WHAT YOU SHOULD DO:
Give back exactly the lines from the beginning of the listing below to the line holding "left_arc_start_x = left_arc_x(leg_front_y)", both ends included; the pictures stay out.

INPUT MATERIAL:
§ §
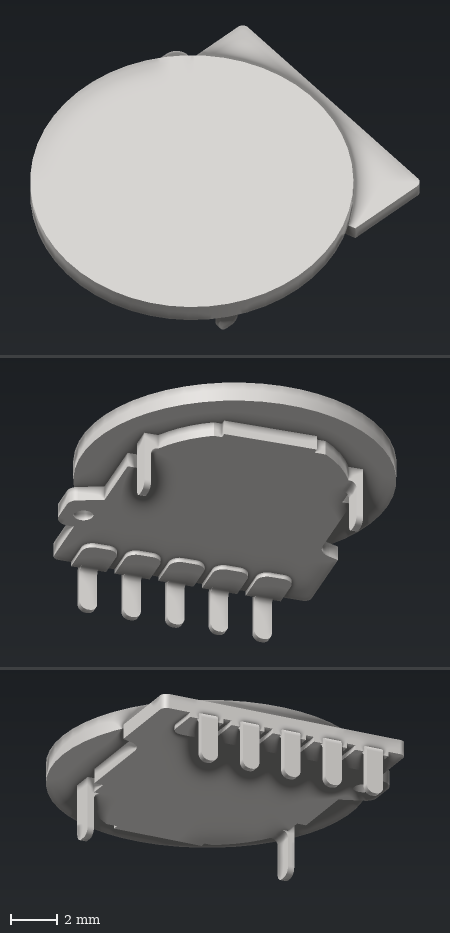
import cadquery as cq
import math

disc_diameter = 14.0
disc_thickness = 0.9
plate_thickness = 0.67
overall_depth = 15.25
overall_height = 3.8
plate_bottom = -plate_thickness
terminal_tip = disc_thickness - overall_height
leg_tip = -2.71

terminal_count = 5
terminal_pitch = 2.0
terminal_thickness = 0.3
pin_width = 0.8
pin_tip_radius = 0.35
pad_width = 1.6
pad_length = 1.89
pad_thickness = 0.21
pad_corner_radius = 0.5
bend_radius = 0.25

rear_y = overall_depth - disc_diameter / 2 - terminal_thickness
rear_left_x = -5.67
rear_right_x = 6.1
rear_corner_radius = 0.3
body_center_x = -0.05
side_half_width = 5.12
relief_rear_y = -0.8
front_radius = 5.17
front_shoulder_y = -4.53
front_y = -4.82
front_half_width = 2.12
right_arc_start_x = 2.62
right_arc_end_x = 4.29

ear_left_x = -6.59
ear_top_y = 4.97
ear_top_radius = 0.65
ear_bottom_radius = 0.5
slant_angle = math.radians(20)
left_slant_end_y = 2.33
right_slant_start_y = 4.07
notch_radius = 0.84
hole_diameter = 0.85
hole_x = -5.6
hole_y = 3.9

leg_outer_half_width = 5.0
leg_thickness = 0.3
leg_width = 1.0
leg_front_y = -2.7
leg_tip_radius = 0.38
leg_root_radius = 0.3


def make_disc():
    return cq.Workplane("XY").circle(disc_diameter / 2).extrude(disc_thickness)


def left_arc_x(y):
    """X of the plate's left front arc, which is centred on the disc axis."""
    return -math.sqrt(front_radius**2 - y**2)


def make_plate_blank():
    """Flat plate with its full outline, before the legs are added."""
    left_side_x = body_center_x - side_half_width
    right_side_x = body_center_x + side_half_width
    left_leg_x = body_center_x - leg_outer_half_width
    right_leg_x = body_center_x + leg_outer_half_width
    ear_slant_y = left_slant_end_y + (left_side_x - ear_left_x) * math.tan(slant_angle)
    left_relief_x = left_leg_x + leg_thickness
    right_relief_x = right_leg_x - leg_thickness
    leg_rear_y = leg_front_y + leg_width
    left_arc_start_x = left_arc_x(leg_front_y)
    left_arc_end_x = left_arc_x(front_shoulder_y)
    right_slant_end_y = right_slant_start_y - (rear_right_x - right_side_x) * math.tan(slant_angle)

    plate = (
        cq.Workplane("XY")
        .workplane(offset=plate_bottom)
        .moveTo(rear_left_x, rear_y)
        .lineTo(rear_left_x, ear_top_y)
        .lineTo(ear_left_x, ear_top_y)
        .lineTo(ear_left_x, ear_slant_y)
        .lineTo(left_side_x, left_slant_end_y)
        .lineTo(left_side_x, relief_rear_y)
        .lineTo(left_relief_x, relief_rear_y)
        .lineTo(left_relief_x, leg_rear_y)
        .lineTo(left_leg_x, leg_rear_y)
        .lineTo(left_leg_x, leg_front_y)
        .lineTo(left_arc_start_x, leg_front_y)
        .radiusArc((left_arc_end_x, front_shoulder_y), -front_radius)
        .lineTo(-front_half_width, front_shoulder_y)
        .lineTo(-front_half_width, front_y)
        .lineTo(front_half_width, front_y)
        .lineTo(front_half_width, front_shoulder_y)
        .lineTo(right_arc_start_x, front_shoulder_y)
        .radiusArc((right_arc_end_x, leg_front_y), -front_radius)
        .lineTo(right_leg_x, leg_front_y)
        .lineTo(right_leg_x, leg_rear_y)
        .lineTo(right_relief_x, leg_rear_y)
        .lineTo(right_relief_x, relief_rear_y)
        .lineTo(right_side_x, relief_rear_y)
        .lineTo(right_side_x, right_slant_end_y)
        .lineTo(rear_right_x, right_slant_start_y)
        .lineTo(rear_right_x, rear_y)
        .close()
        .extrude(plate_thickness)
    )

    def corner(x, y):
        """Selects the upright edge of the plate at X, Y."""
        return cq.selectors.NearestToPointSelector((x, y, plate_bottom / 2))

    plate = plate.edges(corner(rear_left_x, rear_y)).fillet(rear_corner_radius)
    plate = plate.edges(corner(rear_right_x, rear_y)).fillet(rear_corner_radius)
    plate = plate.edges(corner(ear_left_x, ear_top_y)).fillet(ear_top_radius)
    plate = plate.edges(corner(ear_left_x, ear_slant_y)).fillet(ear_bottom_radius)
    plate = plate.edges(corner(right_side_x, right_slant_end_y)).fillet(notch_radius)
    return plate


def make_leg(side):
    """Leg on the left (side = -1) or right (side = 1), with a rounded root and tip."""
    outer_x = body_center_x + side * leg_outer_half_width
    inner_x = outer_x - side * leg_thickness
    root_x = inner_x - side * leg_root_radius
    leg = (
        cq.Workplane("XZ", origin=(0, leg_front_y, 0))
        .moveTo(outer_x, plate_bottom)
        .lineTo(outer_x, leg_tip)
        .lineTo(inner_x, leg_tip)
        .lineTo(inner_x, plate_bottom - leg_root_radius)
        .radiusArc((root_x, plate_bottom), -side * leg_root_radius)
        .close()
        .extrude(-leg_width)
    )
    return leg.faces("<Z").edges("|X").fillet(leg_tip_radius)


def make_base():
    hole = (
        cq.Workplane("XY", origin=(hole_x, hole_y, plate_bottom))
        .circle(hole_diameter / 2)
        .extrude(plate_thickness)
    )
    return make_plate_blank().cut(hole).union(make_leg(-1)).union(make_leg(1))


def make_terminal(center_x):
    """One terminal: pad, rounded bend and pin with a round tip."""
    pad_bottom = plate_bottom - pad_thickness
    pad = (
        cq.Workplane("XY", origin=(center_x, rear_y - pad_length / 2, pad_bottom))
        .rect(pad_width, pad_length)
        .extrude(pad_thickness)
        .faces("<Y")
        .edges("|Z")
        .fillet(pad_corner_radius)
    )
    pin = (
        cq.Workplane("YZ", origin=(center_x - pin_width / 2, 0, 0))
        .moveTo(rear_y - bend_radius, plate_bottom)
        .lineTo(rear_y + terminal_thickness - bend_radius, plate_bottom)
        .radiusArc((rear_y + terminal_thickness, plate_bottom - bend_radius), bend_radius)
        .lineTo(rear_y + terminal_thickness, terminal_tip)
        .lineTo(rear_y, terminal_tip)
        .lineTo(rear_y, pad_bottom - bend_radius)
        .radiusArc((rear_y - bend_radius, pad_bottom), -bend_radius)
        .close()
        .extrude(pin_width)
        .faces("<Z")
        .edges("|Y")
        .fillet(pin_tip_radius)
    )
    return pad.union(pin)


disc = make_disc()
base = make_base()
terminals = []
for index in range(terminal_count):
    terminal_x = (index - (terminal_count - 1) / 2) * terminal_pitch
    terminals.append(make_terminal(terminal_x).val())

result = cq.Compound.makeCompound([disc.val(), base.val(), *terminals])
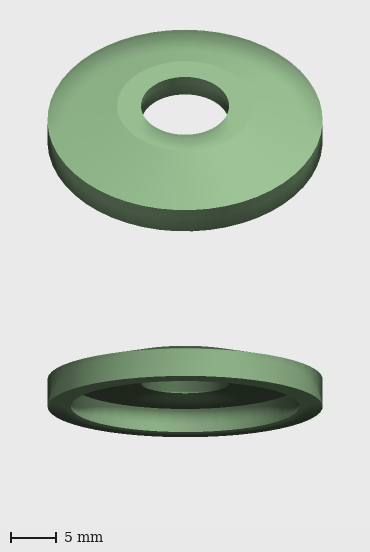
import cadquery as cq

outer_diameter = 29.97
total_height = 5.1
rim_height = 3.05
top_flat_diameter = 14.8
hole_diameter = 9.6
wall_thickness = 2.52

outer_radius = outer_diameter / 2
top_flat_radius = top_flat_diameter / 2
hole_radius = hole_diameter / 2
recess_radius = outer_radius - wall_thickness
recess_depth = total_height - wall_thickness

half_section = (
    cq.Workplane("XZ")
    .moveTo(recess_radius, 0)
    .lineTo(outer_radius, 0)
    .lineTo(outer_radius, rim_height)
    .lineTo(top_flat_radius, total_height)
    .lineTo(hole_radius, total_height)
    .lineTo(hole_radius, recess_depth)
    .lineTo(recess_radius, recess_depth)
    .close()
)

result = half_section.revolve(360, (0, 0), (0, 1))
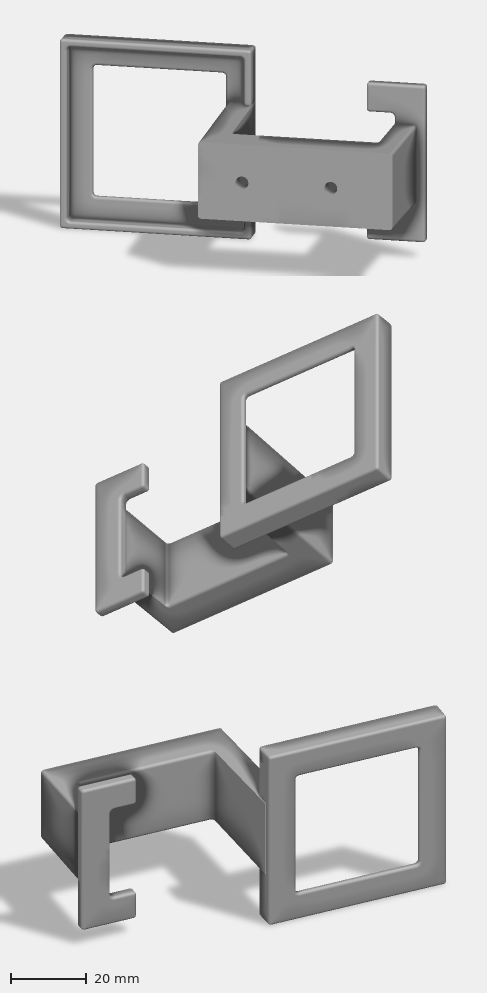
import cadquery as cq
import math

turn_angle = 14.0
edge_radius = 0.79

frame_side = 52.0
frame_depth = 6.7
frame_draft = 0.8
frame_front = 36.4
rim_wall = 2.0
recess_depth = 4.8
window_side = 36.0
opening_corner_radius = 1.1

base_depth = 10.3
arm_left_front = 45.8
arm_right_front = 98.5
pocket_left = 52.7
pocket_right = 92.7
left_draft = 1.0
right_draft = 0.4
arm_front_height = 21.0
height_draft = 0.5
arm_edge_radius = 0.8

plate_left = 85.1
plate_width = 16.0
plate_front = 28.1
plate_thickness = 3.2
plate_height = 43.0
notch_height = 27.1
notch_corner_radius = 1.3

hole_diameter = 3.5
hole_depth = 5.0
first_hole = 57.7
hole_spacing = 24.1
hole_count = 2

recess_floor = frame_front + recess_depth


def block(left, width, front, depth, height):
    """Box centred on z = 0, placed by its left and front faces."""
    box = cq.Workplane("XY").box(width, depth, height, centered=(False, False, True))
    return box.translate((left, front, 0))


def lean(length, angle):
    """Sideways shift over length of a face that leans by angle."""
    return length * math.tan(math.radians(angle))


def near(x, y):
    """Selector for the edges whose middle is close to the vertical line at x, y."""
    reach = 1.1
    return cq.selectors.BoxSelector((x - reach, y - reach, -frame_side), (x + reach, y + reach, frame_side))


def round_rim(body, left, width, front, depth, height):
    """Round the edges of a rectangular opening that lie between y = front and y = front + depth."""
    margin = 0.1
    rim = cq.selectors.BoxSelector(
        (left - margin, front - margin, -height / 2 - margin),
        (left + width + margin, front + depth + margin, height / 2 + margin),
    )
    return body.edges(rim).edges("not(|Y)").fillet(edge_radius)


def make_frame():
    """Square frame, narrowing to the back, with a front recess and a window in its floor."""
    recess_side = frame_side - 2 * rim_wall
    window_left = (frame_side - window_side) / 2
    window_depth = frame_depth - recess_depth
    front_face = cq.Workplane("XZ", origin=(frame_side / 2, frame_front, 0)).rect(frame_side, frame_side)
    body = front_face.extrude(-frame_depth, taper=frame_draft).edges().fillet(edge_radius)
    recess = block(rim_wall, recess_side, frame_front, recess_depth, recess_side)
    window = block(window_left, window_side, recess_floor, window_depth, window_side)
    body = body.cut(recess.edges("|Y").fillet(opening_corner_radius))
    body = body.cut(window.edges("|Y").fillet(opening_corner_radius))
    body = round_rim(body, rim_wall, recess_side, frame_front, 0, recess_side)
    return round_rim(body, window_left, window_side, recess_floor, window_depth, window_side)


def make_arm():
    """U of left leg, base and right leg, thinner towards the base front."""
    leg_rise = recess_floor - base_depth
    plate_rise = plate_front - base_depth
    outline = [
        (arm_left_front, 0),
        (arm_right_front, 0),
        (arm_right_front + lean(plate_front, right_draft), plate_front),
        (pocket_right + lean(plate_rise, right_draft), plate_front),
        (pocket_right, base_depth),
        (pocket_left, base_depth),
        (pocket_left - lean(leg_rise, left_draft), recess_floor),
        (arm_left_front - lean(recess_floor, left_draft), recess_floor),
    ]
    front_half = arm_front_height / 2
    back_half = front_half + lean(recess_floor, height_draft)
    side_profile = [
        (0, -front_half),
        (0, front_half),
        (recess_floor, back_half),
        (recess_floor, -back_half),
    ]
    plan = cq.Workplane("XY").polyline(outline).close().extrude(back_half, both=True)
    side = cq.Workplane("YZ").polyline(side_profile).close().extrude(arm_right_front + base_depth)
    arm = plan.intersect(side)
    arm = arm.edges(near(arm_left_front, recess_floor / 2)).fillet(arm_edge_radius)
    arm = arm.edges(near(arm_right_front, plate_front / 2)).fillet(arm_edge_radius)
    side_margin = 1.1
    floor_margin = 0.3
    pocket_floor = cq.selectors.BoxSelector(
        (pocket_left - side_margin, base_depth - floor_margin, -frame_side),
        (pocket_right + side_margin, base_depth + floor_margin, frame_side),
    )
    return arm.edges(pocket_floor).fillet(arm_edge_radius)


def make_hook_plate():
    """Plate notched from the left edge as far as the inner face of the right leg."""
    notch_width = pocket_right - plate_left
    plate = block(plate_left, plate_width, plate_front, plate_thickness, plate_height)
    notch = block(plate_left, notch_width, plate_front, plate_thickness, notch_height)
    notch = notch.edges("|Y and >X").fillet(notch_corner_radius)
    return plate.cut(notch).edges().fillet(edge_radius)


def make_holes():
    """Blind holes in the base front."""
    centers = [(first_hole + i * hole_spacing, 0) for i in range(hole_count)]
    return cq.Workplane("XZ").pushPoints(centers).circle(hole_diameter / 2).extrude(-hole_depth)


body = make_arm().union(make_frame()).union(make_hook_plate()).cut(make_holes())
result = body.rotate((0, 0, 0), (0, 0, 1), turn_angle)
§ §
EXERCISE SOLUTION:
import cadquery as cq
import math

disc_diameter = 14.0
disc_thickness = 0.9
plate_thickness = 0.67
overall_depth = 15.25
overall_height = 3.8
plate_bottom = -plate_thickness
terminal_tip = disc_thickness - overall_height
leg_tip = -2.71

terminal_count = 5
terminal_pitch = 2.0
terminal_thickness = 0.3
pin_width = 0.8
pin_tip_radius = 0.35
pad_width = 1.6
pad_length = 1.89
pad_thickness = 0.21
pad_corner_radius = 0.5
bend_radius = 0.25

rear_y = overall_depth - disc_diameter / 2 - terminal_thickness
rear_left_x = -5.67
rear_right_x = 6.1
rear_corner_radius = 0.3
body_center_x = -0.05
side_half_width = 5.12
relief_rear_y = -0.8
front_radius = 5.17
front_shoulder_y = -4.53
front_y = -4.82
front_half_width = 2.12
right_arc_start_x = 2.62
right_arc_end_x = 4.29

ear_left_x = -6.59
ear_top_y = 4.97
ear_top_radius = 0.65
ear_bottom_radius = 0.5
slant_angle = math.radians(20)
left_slant_end_y = 2.33
right_slant_start_y = 4.07
notch_radius = 0.84
hole_diameter = 0.85
hole_x = -5.6
hole_y = 3.9

leg_outer_half_width = 5.0
leg_thickness = 0.3
leg_width = 1.0
leg_front_y = -2.7
leg_tip_radius = 0.38
leg_root_radius = 0.3


def make_disc():
    return cq.Workplane("XY").circle(disc_diameter / 2).extrude(disc_thickness)


def left_arc_x(y):
    """X of the plate's left front arc, which is centred on the disc axis."""
    return -math.sqrt(front_radius**2 - y**2)


def make_plate_blank():
    """Flat plate with its full outline, before the legs are added."""
    left_side_x = body_center_x - side_half_width
    right_side_x = body_center_x + side_half_width
    left_leg_x = body_center_x - leg_outer_half_width
    right_leg_x = body_center_x + leg_outer_half_width
    ear_slant_y = left_slant_end_y + (left_side_x - ear_left_x) * math.tan(slant_angle)
    left_relief_x = left_leg_x + leg_thickness
    right_relief_x = right_leg_x - leg_thickness
    leg_rear_y = leg_front_y + leg_width
    left_arc_start_x = left_arc_x(leg_front_y)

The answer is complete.